How severe does this issue affect your experience of using Ray?
- Medium: It contributes to significant difficulty to complete my task, but I can work around it.
We are using DAGDriver to deploy a workflow consisting of multiple models.
Now we want to add another end point for health checking, just simply return 200 if DAGDriver is running OK.
However I couldn’t find from docs how to do it. I can think of indirect way of serve run multi-app, with a separate deployment for health checking. It somehow can check runtime health but not DAGDriver itself.
Currently DAGDriver
doesn’t provide a health check method out of the box. If you’re interested in this, could you submit a feature request on GitHub, so we can track it?
Assuming you have one DAGDriver
replica, you could health check it by either (1) subclassing the DAGDriver
with your own implementation that provides a health check endpoint and using that subclassed driver instead or (2) adding another deployment as you mentioned and health checking through that one.
Thank you @shrekris . Feature request was created at [Serve] Add a health check endpoint to DAGDriver · Issue #36152 · ray-project/ray · GitHub
In the mean time, we want to try subclassing DAGDriver as you commented.
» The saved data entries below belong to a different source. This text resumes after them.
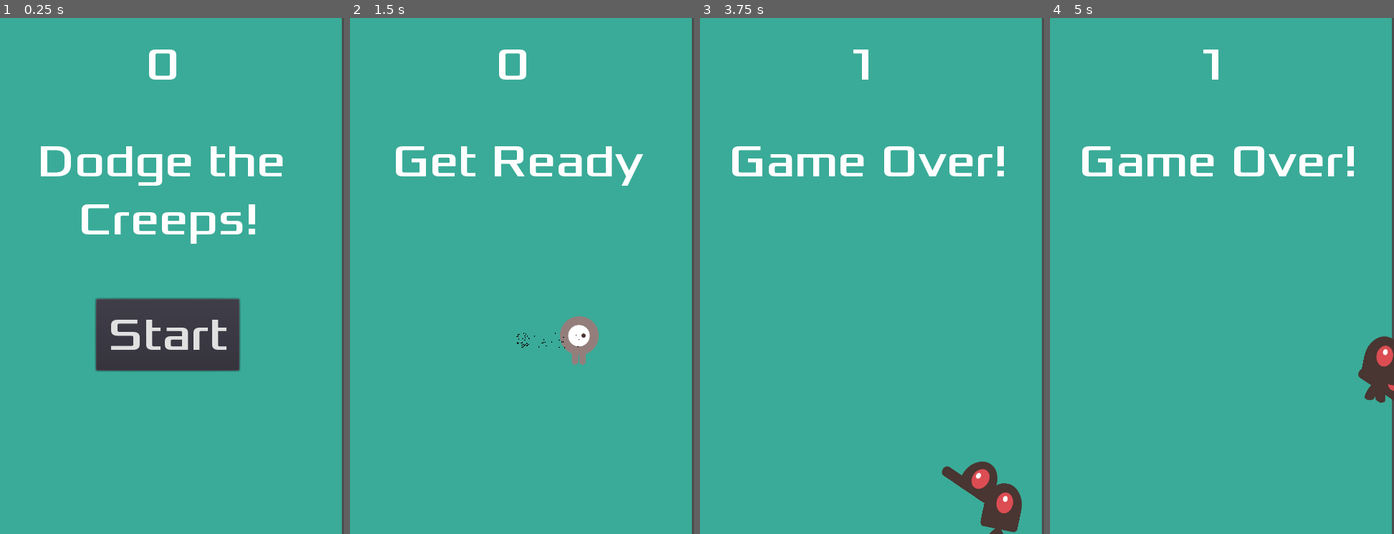
Above: before the commit, frames 1-4 (left to right).
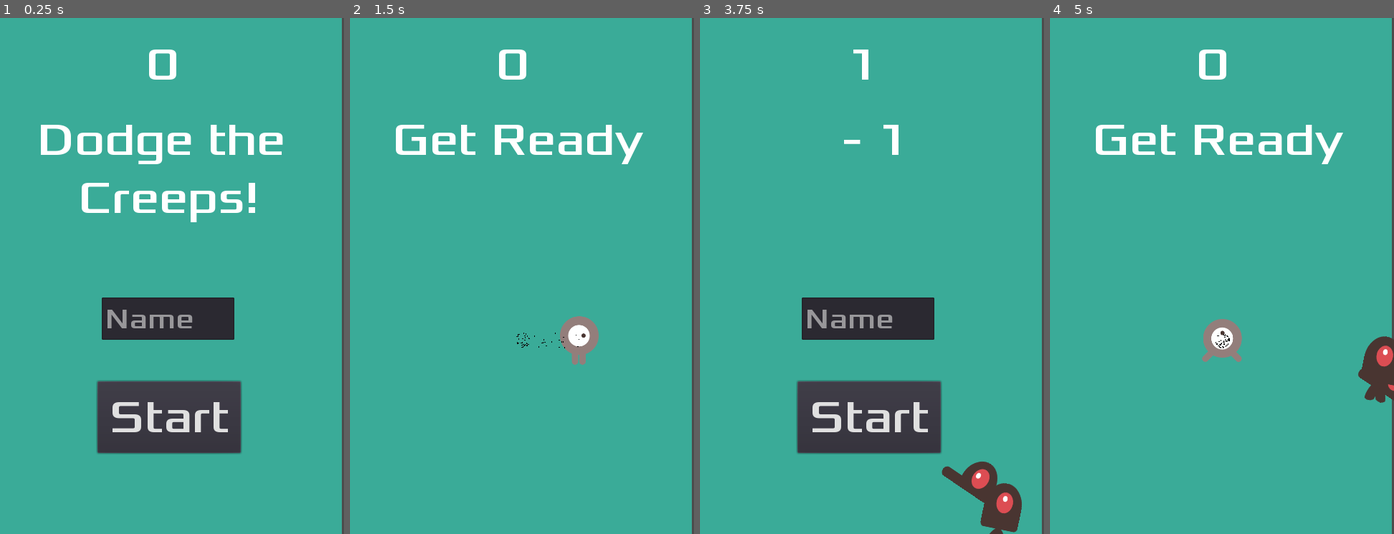
Above: after the commit, the same moments.

Repository: Omegapoint/hackathon-2018.2-godot-Dodge-the-Creeps
Game: Godot game, scene res://Main.tscn
Same seed, same stepped clock (60 frames per second), same inputs: the game is played once before the commit and once after it.
Inputs (mouse positions are in pixels of both pictures, inside the frame that each line leads up to):
- Up to frame 1 (0.25 s): no input
- Up to frame 2 (1.5 s): click "Start" at 0.5 s; hold Right (ui_right) from 1.28 s (still down)
- Up to frame 3 (3.75 s): release Right (ui_right) at 2.03 s; hold Down (ui_down) 2.03-2.78 s; hold Right (ui_right) 2.78-3.53 s; hold Up (ui_up) from 3.53 s (still down)
- Up to frame 4 (5 s): release Up (ui_up) at 4.25 s; click (1218, 415) at 4.25 s, where only the run after the commit has a clickable "Start"

The runs differ from the first frame. In frame 1, 15% of the frame differs, in the area x 11-83%, y 20-85%; in frame 2, 3.1%; in frame 3, 11%; in frame 4, 4.4%.

Commit message:
Added high score list

Diff:
--- a/HUD.gd
+++ b/HUD.gd
@@ -7,11 +7,15 @@
     $MessageLabel.show()
     $MessageTimer.start()
 
-func show_game_over():
-    show_message("Game Over!")
-    yield($MessageTimer, "timeout")
+func show_game_over(highscore_list):
+    $MessageLabel.text = ""
+    var highscore_size = 3
+    if highscore_list.size() < 3:
+        highscore_size = highscore_list.size()
+    for i in highscore_size:
+        $MessageLabel.text += highscore_list[i][1] + " - " + str(highscore_list[i][0]) + "\n"
     $StartButton.show()
-    $MessageLabel.text = "Dodge the\nCreeps"
+    $NameInput.show()
     $MessageLabel.show()
 
 func update_score(score):
@@ -23,4 +27,5 @@
 
 func _on_StartButton_pressed():
     $StartButton.hide()
+    $NameInput.hide()
     emit_signal("start_game")
--- a/HUD.tscn
+++ b/HUD.tscn
@@ -22,6 +22,14 @@
 [sub_resource type="DynamicFont" id=1]
 
 size = 64
+use_mipmaps = false
+use_filter = false
+font_data = ExtResource( 2 )
+_sections_unfolded = [ "Font", "Settings" ]
+
+[sub_resource type="DynamicFont" id=4]
+
+size = 40
 use_mipmaps = false
 use_filter = false
 font_data = ExtResource( 2 )
@@ -67,9 +75,9 @@
 anchor_right = 0.0
 anchor_bottom = 0.0
 margin_left = -53.0
-margin_top = 161.0
+margin_top = 131.0
 margin_right = 523.0
-margin_bottom = 398.0
+margin_bottom = 368.0
 rect_pivot_offset = Vector2( 0, 0 )
 rect_clip_content = false
 mouse_filter = 2
@@ -91,10 +99,10 @@
 anchor_top = 0.0
 anchor_right = 0.0
 anchor_bottom = 0.0
-margin_left = 134.0
-margin_top = 392.0
-margin_right = 334.0
-margin_bottom = 492.0
+margin_left = 136.0
+margin_top = 507.0
+margin_right = 336.0
+margin_bottom = 607.0
 rect_pivot_offset = Vector2( 0, 0 )
 rect_clip_content = false
 focus_mode = 2
@@ -119,6 +127,33 @@
 one_shot = true
 autostart = false
 
+[node name="NameInput" type="LineEdit" parent="." index="4"]
+
+anchor_left = 0.0
+anchor_top = 0.0
+anchor_right = 0.0
+anchor_bottom = 0.0
+margin_left = 142.0
+margin_top = 390.0
+margin_right = 327.0
+margin_bottom = 449.0
+rect_pivot_offset = Vector2( 0, 0 )
+rect_clip_content = false
+focus_mode = 2
+mouse_filter = 0
+mouse_default_cursor_shape = 1
+size_flags_horizontal = 1
+size_flags_vertical = 1
+custom_fonts/font = SubResource( 4 )
+focus_mode = 2
+context_menu_enabled = true
+placeholder_text = "Name"
+placeholder_alpha = 0.6
+caret_blink = false
+caret_blink_speed = 0.65
+caret_position = 0
+_sections_unfolded = [ "Placeholder", "Visibility", "custom_fonts" ]
+
 [connection signal="start_game" from="." to="." method="_on_HUD_start_game"]
 
 [connection signal="pressed" from="StartButton" to="." method="_on_StartButton_pressed"]
--- a/Main.gd
+++ b/Main.gd
@@ -5,11 +5,13 @@
 # var b = "textvar"
 export (PackedScene) var Mob
 var score
+var highscore_list
 
 func _ready():
 	# Called when the node is added to the scene for the first time.
 	# Initialization here
 	randomize()
+	highscore_list = []
 
 #func _process(delta):
 #	# Called every frame. Delta is time since last frame.
@@ -18,12 +20,22 @@
 
 
 func game_over():
+	addHighscore($Player.nick, score)
 	$ScoreTimer.stop()
 	$MobTimer.stop()
-	$HUD.show_game_over()
+	$HUD.show_game_over(highscore_list)
 	$Music.stop()
 	$DeathSound.play()
 
+func addHighscore(nick, score):
+	var highscore_entry = [score,nick]
+	highscore_list.append(highscore_entry)
+	highscore_list.sort_custom(self, "compareScores")
+
+func compareScores(a, b):
+	if (a[0] > b[0]):
+		return true
+	return false
 
 
 func _on_HUD_start_game():
@@ -33,6 +45,7 @@
 	score = 0
 	$DeathSound.stop()
 	$Music.play()
+	$Player.nick= $HUD/NameInput.text
 	$Player.start($StartPosition.position)
 	$StartTimer.start()
 	$HUD.update_score(score)
--- a/Main.tscn
+++ b/Main.tscn
@@ -14,7 +14,7 @@
 "points": PoolVector2Array( 0, 0, 0, 0, 5, 4.39998, 0, 0, 0, 0, 482, 7.39998, 0, 0, 0, 0, 479, 722.4, 0, 0, 0, 0, 4, 722.4, 0, 0, 0, 0, 5, 4.39998 )
 }
 
-[node name="Main" type="Node"]
+[node name="Main" type="Node" index="0"]
 
 script = ExtResource( 1 )
 _sections_unfolded = [ "Pause" ]
--- a/Player.gd
+++ b/Player.gd
@@ -3,6 +3,7 @@
 signal hit
 export (int) var speed
 var screensize
+var nick
 
 func _ready():
 	# Called when the node is added to the scene for the first time.
@@ -52,11 +53,3 @@
 	position = pos
 	show()
 	$CollisionShape2D.disabled = false
-
-#func game_over():
-	#$ScoreTimer.stop()
-	#$MobTimer.stop()
-
-#func new_game():
-	#score = 0
-	#$Player.start($StartPosition.position)
--- a/Player.tscn
+++ b/Player.tscn
@@ -92,7 +92,7 @@
 anim_loop = false
 _sections_unfolded = [ "Color", "Emission Shape", "Gravity", "Scale", "Trail" ]
 
-[node name="Player" type="Area2D" index="0"]
+[node name="Player" type="Area2D"]
 
 input_pickable = true
 gravity_vec = Vector2( 0, 1 )
Not shown: 1 places in HUD.tscn that only renumber resources

However, we’re new to Ray and after reading Ray internal source code, we are still not sure how to do it properly.
Could you kindly provide some pointer? Really appreciate your support.
Thanks for submitting the issue!
You could try subclassing the DAGDriver
and overwriting its __init__
method. For instance:
from fastapi import Depends
class MyDriver(DAGDriver):
async def __init__(self, dags, http_adapter):
super().__init__(self, dags, http_adapter)
@self.app.get("/driver-health-endpoint")
async def handle_request(inp=Depends(http_adapter)):
return "healthy"
Any request to the "/driver-health-endpoint"
route should simply return the "healthy"
string from the DAGDriver
. You can use that route as a health check endpoint.
1 Like
Thank you. It looks good for our purpose, will test it out.
Thank you for the awesome discussion. I’m facing the same issue too!
I’ve tried to follow you subclass example, but no matter what I tried, just need to subclass DAGDriver
leads to this error, can you guide me how to get pass through it? Thank you
raise RuntimeError(
RuntimeError: The Deployment constructor should not be called directly. Use `@serve.deployment` instead.
Ah I see, that’s because the DAGDriver
is decorated with @serve.deployment
in the Serve codebase. When you import it, you’re not importing the DAGDriver
; you’re importing a deployment that contains the DAGDriver
. The simplest workaround is to copy and paste the DAGDriver
code into your own codebase, remove the decorator, and subclass it there.
1 Like